Windows Service Increasing CPU Consumption

At my job, I have a clutch of six Windows services that I am responsible for, written in C# 2003. Each of these services contain a timer that fires every minute or so, where the majority of their work happens.
My problem is that, as these services run, they start to consume more and more CPU time through each iteration of the loop, even if there is no meaningful work for them to do (ie, they're just idling, looking through the database for something to do). When they start up, each service uses an average of (about) 2-3% of 4 CPUs, which is fine. After 24 hours, each service will be consuming an entire processor for the duration of its loop's run.
Can anyone help? I'm at a loss as to what could be causing this. Our current solution is to restart the services once a day (they shut themselves down, then a script sees that they're offline and restarts them at about 3AM). But this is not a long term solution; my concern is that as the services get busier, restarting them once a day may not be sufficient... but as there's a significant startup penalty (they all use NHibernate for data access), as they get busier, exactly what we don't want to be doing is restarting them more frequently.
#akmad: True, it is very difficult.
Yes, a service run in isolation will show the same symptom over time.
No, it doesn't.
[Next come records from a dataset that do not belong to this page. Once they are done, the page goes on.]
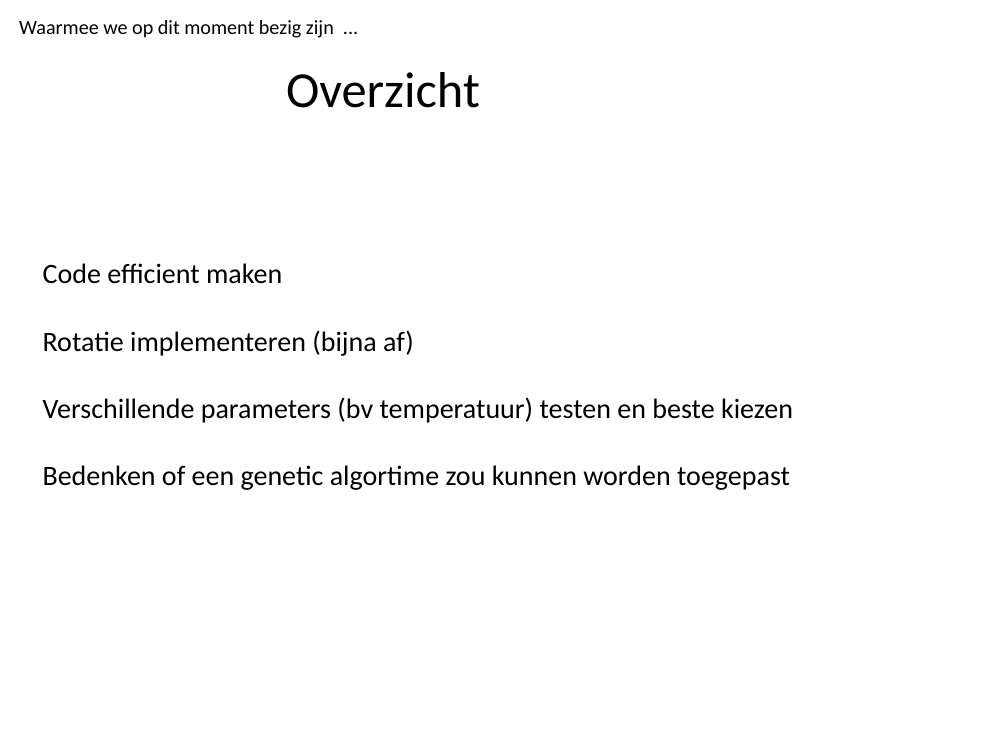
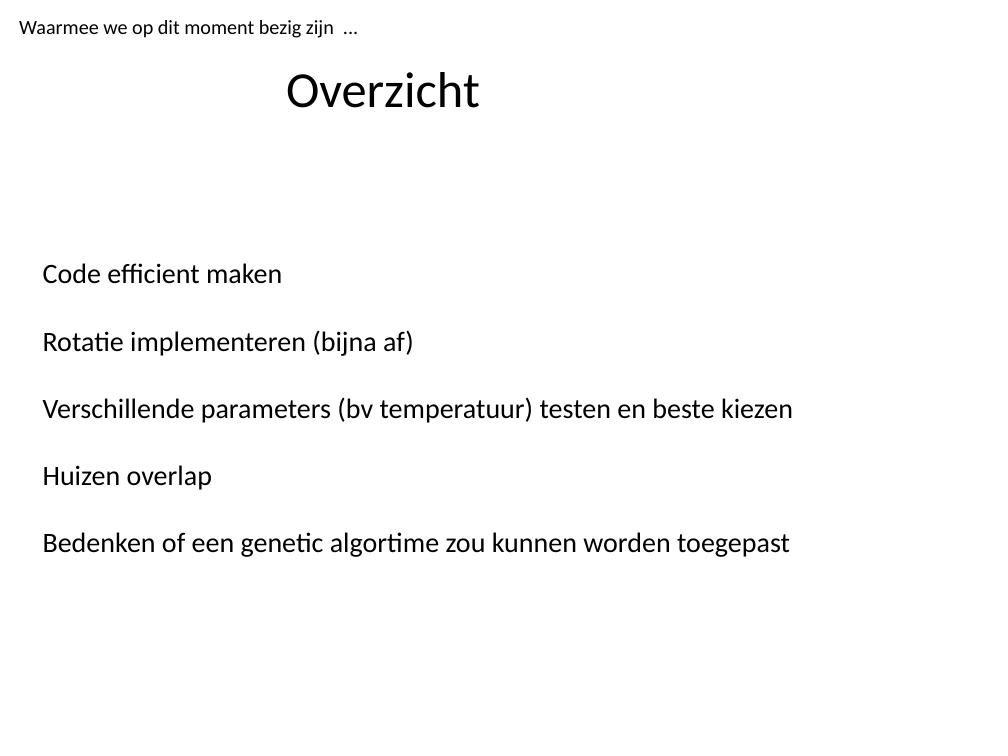
Before and after one commit to Duncannn/ProgrammeerTheorie, a slide deck: slide 21 of docs/Amstelhaege.pptx. Drawn at 1008x756 pixels with LibreOffice and Linux fonts; fonts in the diff are those of the drawing; background and template pictures are left out. Boxes give left, top, right and bottom in pixels: in the first picture for what was removed or moved away, otherwise in the second. Text is boxed around its words. In the diff, an @@ line names an element or a change of style, - is before the commit and + after.

```diff
--- a/docs/Amstelhaege.pptx
+++ b/docs/Amstelhaege.pptx
@@ text at box(43, 465, 212, 490): paragraph added @@
+Huizen overlap
```
Also in this commit, not shown: 1 other slide changed.

We've looked at that. This can happen at 10AM or 6PM or in the middle of the night. There's no consistency.
We do; and they are. The services are doing exactly what they should be, and nothing else.
Unfortunately, that requires foreknowledge of exactly when the services are going to be maxing out CPUs, which happens on an unpredictable schedule, and never very quickly... which makes things doubly difficult, because my boss will run and restart them when they start having problems without thinking of debug issues.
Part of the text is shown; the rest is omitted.